Implementing order books in C++ and Rust - part 2/3

In the previous part, we have sketched out the structure of implementing a simple order book in C++, supporting order insertion and efficient cancellation. (Implementing uncrossing, that is, trades when a buy order and a sell order agree on a price, is an exercise left to the reader, as is implementing order modification.)

In this article, let’s explore how we can implement the same thing in Rust, starting with the basic types we need before we can even start implementing an orderbook.

Defining `Order` and `OrderKey`

Let’s start by defining the same Order and OrderKey types:

#[derive(Debug, PartialEq, Eq, Clone, Copy)]
enum Side {
    Buy,
    Sell,
}

#[derive(Debug, PartialEq, Eq, Clone, Copy)]
struct OrderKey {
    price: f64,
    seq_num: u64,
}

#[derive(Debug, Clone)]
struct Order {
    seq_num: u64,
    id: u32,
    side: Side,
    volume: i32,
    price: f64,
}

impl Order {
    fn key(&mut self) -> OrderKey {
        OrderKey {
            price: self.price,
            seq_num: self.seq_num,
        }
    }
}

So far here, there shouldn’t be anything too surprising, except perhaps the #[derive(...)] syntax, which can be used to auto-generate implementations of traits.
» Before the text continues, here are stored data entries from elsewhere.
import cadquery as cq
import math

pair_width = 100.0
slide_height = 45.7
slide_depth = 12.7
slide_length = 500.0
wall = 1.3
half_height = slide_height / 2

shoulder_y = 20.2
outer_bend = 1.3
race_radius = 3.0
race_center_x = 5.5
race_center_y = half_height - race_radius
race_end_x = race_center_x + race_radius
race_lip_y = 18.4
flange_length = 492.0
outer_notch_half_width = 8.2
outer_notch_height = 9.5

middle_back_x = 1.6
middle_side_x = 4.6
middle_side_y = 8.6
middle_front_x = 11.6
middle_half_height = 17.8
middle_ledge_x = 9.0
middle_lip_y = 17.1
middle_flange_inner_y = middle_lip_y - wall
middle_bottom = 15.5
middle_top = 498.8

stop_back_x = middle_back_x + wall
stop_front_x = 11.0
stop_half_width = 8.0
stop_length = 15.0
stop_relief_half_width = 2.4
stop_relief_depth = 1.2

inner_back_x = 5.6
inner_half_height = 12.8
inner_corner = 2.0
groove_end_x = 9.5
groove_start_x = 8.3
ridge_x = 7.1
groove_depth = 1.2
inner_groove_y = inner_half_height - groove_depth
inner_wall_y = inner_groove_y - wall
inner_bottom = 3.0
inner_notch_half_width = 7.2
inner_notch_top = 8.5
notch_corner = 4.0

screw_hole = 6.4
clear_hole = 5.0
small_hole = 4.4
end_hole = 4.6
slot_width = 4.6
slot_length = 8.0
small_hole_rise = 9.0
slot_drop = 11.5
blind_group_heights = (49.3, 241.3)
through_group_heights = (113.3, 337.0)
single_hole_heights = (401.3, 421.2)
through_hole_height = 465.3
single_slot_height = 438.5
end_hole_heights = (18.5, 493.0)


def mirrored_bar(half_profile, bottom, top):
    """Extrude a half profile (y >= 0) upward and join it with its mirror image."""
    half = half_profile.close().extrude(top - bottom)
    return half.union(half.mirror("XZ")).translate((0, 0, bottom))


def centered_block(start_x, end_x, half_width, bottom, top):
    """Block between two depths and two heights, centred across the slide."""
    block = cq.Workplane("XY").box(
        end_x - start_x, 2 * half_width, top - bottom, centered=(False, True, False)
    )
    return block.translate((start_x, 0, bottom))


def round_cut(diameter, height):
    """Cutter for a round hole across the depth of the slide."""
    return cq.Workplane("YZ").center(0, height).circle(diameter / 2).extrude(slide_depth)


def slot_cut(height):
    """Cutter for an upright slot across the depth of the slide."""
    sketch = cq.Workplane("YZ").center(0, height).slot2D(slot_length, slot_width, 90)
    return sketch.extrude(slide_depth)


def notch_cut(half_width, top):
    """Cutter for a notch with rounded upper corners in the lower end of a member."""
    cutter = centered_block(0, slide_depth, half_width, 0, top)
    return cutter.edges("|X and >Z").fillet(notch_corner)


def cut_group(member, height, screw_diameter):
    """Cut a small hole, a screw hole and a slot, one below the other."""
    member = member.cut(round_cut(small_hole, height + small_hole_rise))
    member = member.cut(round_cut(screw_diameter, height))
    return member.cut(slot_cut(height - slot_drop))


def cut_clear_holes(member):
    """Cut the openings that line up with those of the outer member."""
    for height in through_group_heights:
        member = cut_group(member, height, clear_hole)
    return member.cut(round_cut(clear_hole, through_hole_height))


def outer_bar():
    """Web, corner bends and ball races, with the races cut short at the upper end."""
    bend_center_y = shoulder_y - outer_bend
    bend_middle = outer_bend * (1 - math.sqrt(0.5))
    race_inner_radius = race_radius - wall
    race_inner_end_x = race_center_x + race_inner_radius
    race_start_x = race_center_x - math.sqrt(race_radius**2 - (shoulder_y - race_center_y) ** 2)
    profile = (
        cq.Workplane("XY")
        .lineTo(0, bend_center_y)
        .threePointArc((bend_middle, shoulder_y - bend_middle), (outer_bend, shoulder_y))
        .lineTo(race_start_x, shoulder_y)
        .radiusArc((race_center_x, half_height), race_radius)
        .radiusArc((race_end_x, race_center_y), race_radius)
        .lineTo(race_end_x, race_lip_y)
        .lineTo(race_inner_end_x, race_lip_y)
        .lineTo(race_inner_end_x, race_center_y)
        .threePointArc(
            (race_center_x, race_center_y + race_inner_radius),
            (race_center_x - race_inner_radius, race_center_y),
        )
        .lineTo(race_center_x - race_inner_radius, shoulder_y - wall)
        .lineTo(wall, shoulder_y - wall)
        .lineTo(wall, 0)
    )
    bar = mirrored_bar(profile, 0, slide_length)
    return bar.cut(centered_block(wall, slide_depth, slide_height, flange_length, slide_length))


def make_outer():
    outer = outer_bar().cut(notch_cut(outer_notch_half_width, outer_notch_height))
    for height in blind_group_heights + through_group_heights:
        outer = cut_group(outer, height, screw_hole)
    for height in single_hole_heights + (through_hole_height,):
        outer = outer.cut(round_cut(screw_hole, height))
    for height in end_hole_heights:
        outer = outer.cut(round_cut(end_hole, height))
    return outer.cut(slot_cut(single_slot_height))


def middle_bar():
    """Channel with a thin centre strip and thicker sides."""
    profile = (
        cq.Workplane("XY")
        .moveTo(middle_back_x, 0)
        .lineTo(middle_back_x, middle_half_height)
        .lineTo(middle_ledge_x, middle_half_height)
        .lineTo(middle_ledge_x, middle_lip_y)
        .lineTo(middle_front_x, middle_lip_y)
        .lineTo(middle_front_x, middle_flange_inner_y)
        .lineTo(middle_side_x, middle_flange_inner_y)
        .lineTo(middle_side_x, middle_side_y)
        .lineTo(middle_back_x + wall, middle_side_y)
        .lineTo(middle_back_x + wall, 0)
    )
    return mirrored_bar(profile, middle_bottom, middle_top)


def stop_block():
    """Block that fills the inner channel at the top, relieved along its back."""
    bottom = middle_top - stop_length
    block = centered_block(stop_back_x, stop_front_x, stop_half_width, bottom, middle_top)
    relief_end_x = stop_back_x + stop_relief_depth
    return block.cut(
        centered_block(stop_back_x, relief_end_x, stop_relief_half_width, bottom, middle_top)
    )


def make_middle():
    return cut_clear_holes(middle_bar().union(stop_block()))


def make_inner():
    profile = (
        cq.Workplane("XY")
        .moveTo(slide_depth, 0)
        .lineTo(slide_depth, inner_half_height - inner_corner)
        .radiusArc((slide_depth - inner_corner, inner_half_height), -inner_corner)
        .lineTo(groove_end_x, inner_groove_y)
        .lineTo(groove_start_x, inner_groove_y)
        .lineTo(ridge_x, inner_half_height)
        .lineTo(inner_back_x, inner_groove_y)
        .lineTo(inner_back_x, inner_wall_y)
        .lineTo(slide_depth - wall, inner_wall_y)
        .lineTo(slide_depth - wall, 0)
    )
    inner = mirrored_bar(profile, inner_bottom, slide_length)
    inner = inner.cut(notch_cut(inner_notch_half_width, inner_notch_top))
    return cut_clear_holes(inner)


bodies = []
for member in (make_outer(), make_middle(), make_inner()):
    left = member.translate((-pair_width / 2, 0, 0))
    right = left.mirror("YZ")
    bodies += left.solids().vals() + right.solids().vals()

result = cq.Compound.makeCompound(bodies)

Traits are a sort of a mix between C++ concepts and abstract classes (interfaces), and I’m told most similar to Haskell’s meta-classes. For example, implementing the Eq trait requires that you implement equality comparison as a function, and it, well, makes values of this type equality-comparable: the equivalent of defining operator== in C++. derive()ing Eq then is the Rust equivalent to writing bool operator==(...) = default; in C++.
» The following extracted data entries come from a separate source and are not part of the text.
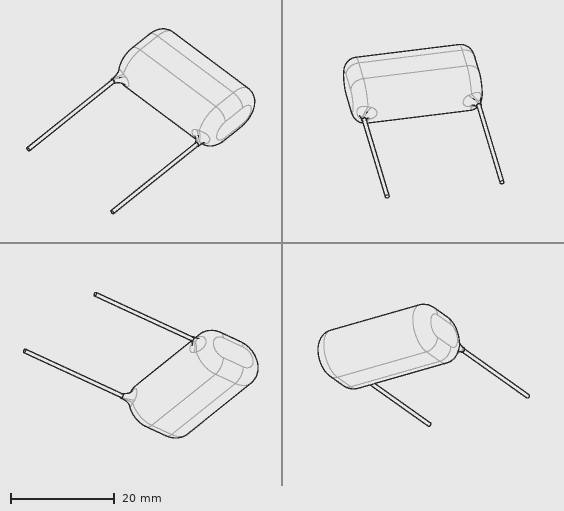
import cadquery as cq

overall_depth = 39.6

housing_length = 25.3
housing_depth = 14.6
housing_height = 9.8
end_fillet = 2.5

lead_pitch = 22.5
neck_radius = 0.5
neck_fillet = 2.5
neck_length = 1.5

lead_diameter = 0.8

housing_front_y = -housing_depth / 2
neck_tip_y = housing_front_y - neck_length
lead_length = overall_depth - housing_depth - neck_length
lead_positions = [-lead_pitch / 2, lead_pitch / 2]


def rod_along_y(x, start_y, end_y, radius):
    """Round rod parallel to Y, from start_y down to end_y, with its surface seam on the +Z side."""
    plane = cq.Plane(origin=(x, start_y, 0), xDir=(0, 0, 1), normal=(0, -1, 0))
    return cq.Workplane(plane).circle(radius).extrude(start_y - end_y)


def make_housing():
    """Rounded oval body with a flared neck for each lead."""
    body = (
        cq.Workplane("YZ")
        .slot2D(housing_depth, housing_height)
        .extrude(housing_length / 2, both=True)
        .faces("<X or >X")
        .edges()
        .fillet(end_fillet)
    )

    for x in lead_positions:
        body = body.union(rod_along_y(x, 0, neck_tip_y, neck_radius))

    for x in lead_positions:
        neck_root = cq.selectors.BoxSelector(
            (x - 2 * neck_radius, neck_tip_y + neck_length / 2, -2 * neck_radius),
            (x + 2 * neck_radius, housing_front_y + end_fillet, 2 * neck_radius),
            boundingbox=True,
        )
        body = body.edges(neck_root).fillet(neck_fillet)
    return body


def make_lead(x):
    """Straight wire butted against the tip of its neck."""
    return rod_along_y(x, neck_tip_y, neck_tip_y - lead_length, lead_diameter / 2)


housing = make_housing()
leads = [make_lead(x) for x in lead_positions]

result = cq.Compound.makeCompound([housing.val(), *[lead.val() for lead in leads]])

The code above actually would fail to compile due to attempting to derive Eq for OrderKey. The hint as to why lies in the existence of PartialEq: floats do not have a total equivalence relation, namely because NaNs violate the requirement of reflexivity: x != x if x = NaN. Therefore, floats (f32, f64) cannot be Eq in Rust, only PartialEq. Our OrderKey structure contains a price: f64 field, which makes it impossible to derive Eq for. If we have a guarantee though that price cannot possible be NaN, then we can tell the compiler that it’s all good by implementing Eq manually:

#[derive(Debug, PartialEq, Clone, Copy)]
struct OrderKey {
    price: f64,
    seq_num: u64,
}

// we check the price for NaN before we can get here
impl Eq for OrderKey {}

Rust is big on explicitness in general. For instance, you can implement the Clone trait by implementing the clone(&self) -> Self method, used for cloning the object, in a similar manner as a C++ copy-constructor would, except that in Rust:

types are not cloneable unless you explicitly make them so,
you always have to call clone() manually, except if you implement the Copy trait, which makes it happen implicitly whenever an object of this type is passed by value.
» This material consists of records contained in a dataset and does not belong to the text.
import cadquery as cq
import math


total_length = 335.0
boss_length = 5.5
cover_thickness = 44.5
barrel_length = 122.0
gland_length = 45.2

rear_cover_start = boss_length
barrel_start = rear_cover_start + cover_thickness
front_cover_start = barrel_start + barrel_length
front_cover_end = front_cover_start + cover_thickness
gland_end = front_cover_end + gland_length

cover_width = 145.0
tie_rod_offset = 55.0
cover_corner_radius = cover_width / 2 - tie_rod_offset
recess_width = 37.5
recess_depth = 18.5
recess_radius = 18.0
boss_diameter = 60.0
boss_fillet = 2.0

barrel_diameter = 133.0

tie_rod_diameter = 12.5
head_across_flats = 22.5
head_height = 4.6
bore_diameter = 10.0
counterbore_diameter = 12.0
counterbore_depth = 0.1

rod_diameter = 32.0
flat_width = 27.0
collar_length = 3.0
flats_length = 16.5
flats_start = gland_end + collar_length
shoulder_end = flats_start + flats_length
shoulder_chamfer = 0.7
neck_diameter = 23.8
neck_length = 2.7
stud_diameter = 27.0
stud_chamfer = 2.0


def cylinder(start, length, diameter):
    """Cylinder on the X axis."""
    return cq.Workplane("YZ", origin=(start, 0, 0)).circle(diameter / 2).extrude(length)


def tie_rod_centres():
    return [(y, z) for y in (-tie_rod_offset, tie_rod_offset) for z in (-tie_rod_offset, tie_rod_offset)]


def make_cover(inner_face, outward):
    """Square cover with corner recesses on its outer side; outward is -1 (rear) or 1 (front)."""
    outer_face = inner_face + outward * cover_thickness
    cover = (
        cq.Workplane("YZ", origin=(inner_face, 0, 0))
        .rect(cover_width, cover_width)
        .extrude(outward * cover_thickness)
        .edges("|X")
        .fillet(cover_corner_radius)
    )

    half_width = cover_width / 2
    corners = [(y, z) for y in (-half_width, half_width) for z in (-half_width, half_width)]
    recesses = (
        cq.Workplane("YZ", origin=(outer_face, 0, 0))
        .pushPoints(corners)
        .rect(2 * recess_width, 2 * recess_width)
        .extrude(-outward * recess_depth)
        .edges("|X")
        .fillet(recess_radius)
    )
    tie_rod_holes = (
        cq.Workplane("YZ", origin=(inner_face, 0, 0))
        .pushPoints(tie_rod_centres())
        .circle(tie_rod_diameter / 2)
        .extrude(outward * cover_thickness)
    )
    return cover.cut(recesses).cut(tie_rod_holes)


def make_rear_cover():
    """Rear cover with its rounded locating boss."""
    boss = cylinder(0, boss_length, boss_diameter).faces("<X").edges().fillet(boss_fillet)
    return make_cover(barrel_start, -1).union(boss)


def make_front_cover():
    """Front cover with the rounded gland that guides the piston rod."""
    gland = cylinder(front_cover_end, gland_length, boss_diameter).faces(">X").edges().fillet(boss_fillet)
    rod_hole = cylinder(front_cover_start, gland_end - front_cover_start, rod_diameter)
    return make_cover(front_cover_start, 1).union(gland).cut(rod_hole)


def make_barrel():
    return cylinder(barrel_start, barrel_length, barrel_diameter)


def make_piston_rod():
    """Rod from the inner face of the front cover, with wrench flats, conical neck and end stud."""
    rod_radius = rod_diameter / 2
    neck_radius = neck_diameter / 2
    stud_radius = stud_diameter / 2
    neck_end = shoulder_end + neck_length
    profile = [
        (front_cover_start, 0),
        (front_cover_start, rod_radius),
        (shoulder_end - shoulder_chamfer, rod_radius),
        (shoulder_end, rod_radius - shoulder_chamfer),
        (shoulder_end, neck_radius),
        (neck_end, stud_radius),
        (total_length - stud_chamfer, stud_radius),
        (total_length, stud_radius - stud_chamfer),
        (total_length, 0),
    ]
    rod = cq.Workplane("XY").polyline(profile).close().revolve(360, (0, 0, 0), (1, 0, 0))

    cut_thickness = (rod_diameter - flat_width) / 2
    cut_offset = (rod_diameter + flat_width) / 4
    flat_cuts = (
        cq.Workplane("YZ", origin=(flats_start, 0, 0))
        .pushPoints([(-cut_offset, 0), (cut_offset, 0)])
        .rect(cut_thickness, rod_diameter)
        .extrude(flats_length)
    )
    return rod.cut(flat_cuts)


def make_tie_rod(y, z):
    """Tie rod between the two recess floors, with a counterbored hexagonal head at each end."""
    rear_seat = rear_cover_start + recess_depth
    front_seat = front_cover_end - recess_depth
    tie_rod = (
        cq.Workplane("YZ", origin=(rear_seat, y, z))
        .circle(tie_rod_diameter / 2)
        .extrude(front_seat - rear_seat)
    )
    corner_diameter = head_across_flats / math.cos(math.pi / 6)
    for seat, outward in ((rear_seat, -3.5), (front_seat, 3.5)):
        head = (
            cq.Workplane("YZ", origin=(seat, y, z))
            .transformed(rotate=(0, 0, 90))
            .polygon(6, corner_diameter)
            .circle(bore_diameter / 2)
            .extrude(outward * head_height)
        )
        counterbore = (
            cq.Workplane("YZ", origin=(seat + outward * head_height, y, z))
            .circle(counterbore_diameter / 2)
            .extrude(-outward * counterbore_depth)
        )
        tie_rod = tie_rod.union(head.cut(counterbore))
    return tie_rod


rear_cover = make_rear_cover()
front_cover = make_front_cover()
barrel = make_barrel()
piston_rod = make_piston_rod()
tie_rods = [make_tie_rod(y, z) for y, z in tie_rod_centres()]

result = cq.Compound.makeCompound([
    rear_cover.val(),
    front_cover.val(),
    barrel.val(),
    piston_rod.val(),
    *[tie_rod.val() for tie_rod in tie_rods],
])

Rust has pretty good documentation, especially for basics like this, and they also explain all this: Trait std::marker::Copy.

Putting the `Ord` in the `OrderKey`

The closest Rust equivalent of the C++ std::map<> is std::collections::BTreeMap<>, but there’s one big difference: while std::map is typically implemented as a red-black tree, BTreeMap is implemented as a (you guessed it) B-Tree (which is not the same as a binary search tree!) that stores multiple elements in one node to improve data locality. I expect, though I haven’t benchmarked it, that Rust’s BTreeMap would generally significantly outperform C++’s std::map, while providing essentially the same functionality. Nice!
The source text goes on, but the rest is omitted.